| Exercise directions |
Omitting every picture, output the records below exactly, please.

▬▬▬

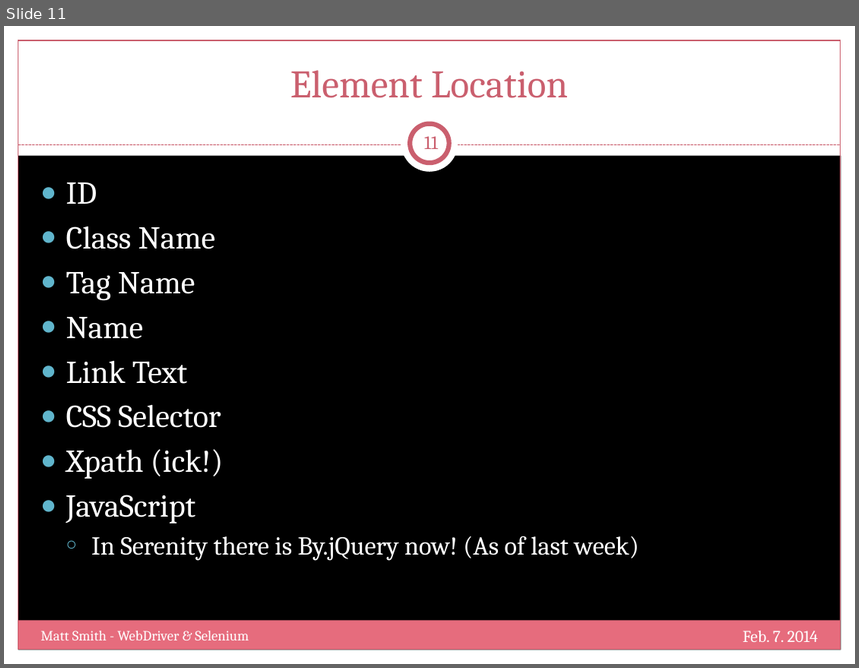
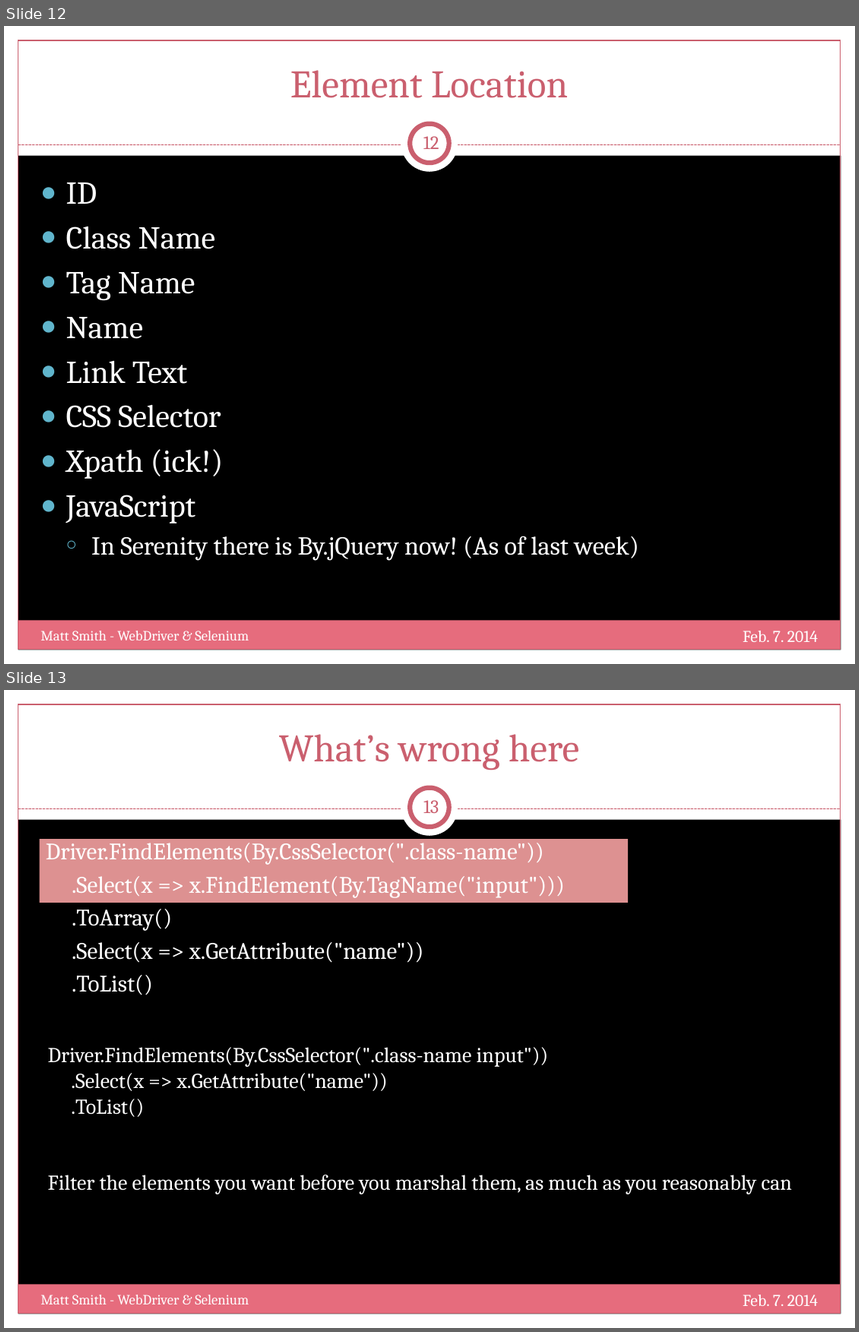
Before and after one commit to mtscout6/my-presentations, a slide deck: WebDriver/Slides.pptx. Shown one above the other, each under a label of ours: slide 11 before the commit, slides 12 and 13 after it. The pictures are 859x668 and 859x1332 pixels, drawn with LibreOffice and Linux fonts; fonts in the diff are those of the drawing; background and template pictures are left out. Boxes give left, top, right and bottom in pixels: in the first picture for what was removed or moved away, otherwise in the second. Text is boxed around its words. In the diff, an @@ line names an element or a change of style, - is before the commit and + after.

Commit message:
Added more slides for WebDriver presentation

```diff
--- a/WebDriver/Slides.pptx
+++ b/WebDriver/Slides.pptx
@@ slide 13 added at (4, 690, 855, 1328), background picture (left out); not listed: 9 template elements that a slide beside it also shows @@
@@ title added at (279, 734, 579, 770), 33 pt, text #CB5F6E @@
+What’s wrong here
@@ page number added at (424, 800, 439, 813), 16 pt, text #CB5F6E @@
+13
@@ rectangle added at (40, 839, 629, 903), fill #DD9191 @@
@@ text added at (46, 838, 565, 996), 20 pt, text #FFFFFF @@
+Driver.FindElements(By.CssSelector(".class-name"))
+.Select(x => x.FindElement(By.TagName("input")))
+.ToArray()
+.Select(x => x.GetAttribute("name"))
+.ToList()
@@ text added at (48, 1047, 549, 1117), 18 pt, text #FFFFFF @@
+Driver.FindElements(By.CssSelector(".class-name input"))
+.Select(x => x.GetAttribute("name"))
+.ToList()
@@ text added at (48, 1175, 793, 1195), 18 pt, text #FFFFFF @@
+Filter the elements you want before you marshal them, as much as you reasonably can
@@ text added at (40, 1295, 249, 1305), 12 pt, text #FFFFFF @@
+Matt Smith - WebDriver & Selenium
@@ text added at (743, 1295, 818, 1306), 14 pt, text #FFFFFF @@
+Feb. 7. 2014
@@ what was slide 11 is now slide 12 @@
@@ page number at (424, 136, 439, 149): text changed @@
-11
+12
```
Also in this commit, not shown: 4 slides changed, 3 other slides added, 1 other file.

▬▬▬

| Problem solution |
Before and after one commit to mtscout6/my-presentations, a slide deck: WebDriver/Slides.pptx. Shown one above the other, each under a label of ours: slide 11 before the commit, slides 12 and 13 after it. The pictures are 859x668 and 859x1332 pixels, drawn with LibreOffice and Linux fonts; fonts in the diff are those of the drawing; background and template pictures are left out. Boxes give left, top, right and bottom in pixels: in the first picture for what was removed or moved away, otherwise in the second. Text is boxed around its words. In the diff, an @@ line names an element or a change of style, - is before the commit and + after.

Commit message:
Added more slides for WebDriver presentation

```diff
--- a/WebDriver/Slides.pptx
+++ b/WebDriver/Slides.pptx
@@ slide 13 added at (4, 690, 855, 1328), background picture (left out); not listed: 9 template elements that a slide beside it also shows @@
@@ title added at (279, 734, 579, 770), 33 pt, text #CB5F6E @@
+What’s wrong here
@@ page number added at (424, 800, 439, 813), 16 pt, text #CB5F6E @@
+13
@@ rectangle added at (40, 839, 629, 903), fill #DD9191 @@
@@ text added at (46, 838, 565, 996), 20 pt, text #FFFFFF @@
+Driver.FindElements(By.CssSelector(".class-name"))
+.Select(x => x.FindElement(By.TagName("input")))
+.ToArray()
+.Select(x => x.GetAttribute("name"))
+.ToList()
@@ text added at (48, 1047, 549, 1117), 18 pt, text #FFFFFF @@
+Driver.FindElements(By.CssSelector(".class-name input"))
+.Select(x => x.GetAttribute("name"))
+.ToList()
@@ text added at (48, 1175, 793, 1195), 18 pt, text #FFFFFF @@
+Filter the elements you want before you marshal them, as much as you reasonably can
@@ text added at (40, 1295, 249, 1305), 12 pt, text #FFFFFF @@
+Matt Smith - WebDriver & Selenium
@@ text added at (743, 1295, 818, 1306), 14 pt, text #FFFFFF @@
+Feb. 7. 2014
@@ what was slide 11 is now slide 12 @@
@@ page number at (424, 136, 439, 149): text changed @@
-11
+12
```
Also in this commit, not shown: 4 slides changed, 3 other slides added, 1 other file.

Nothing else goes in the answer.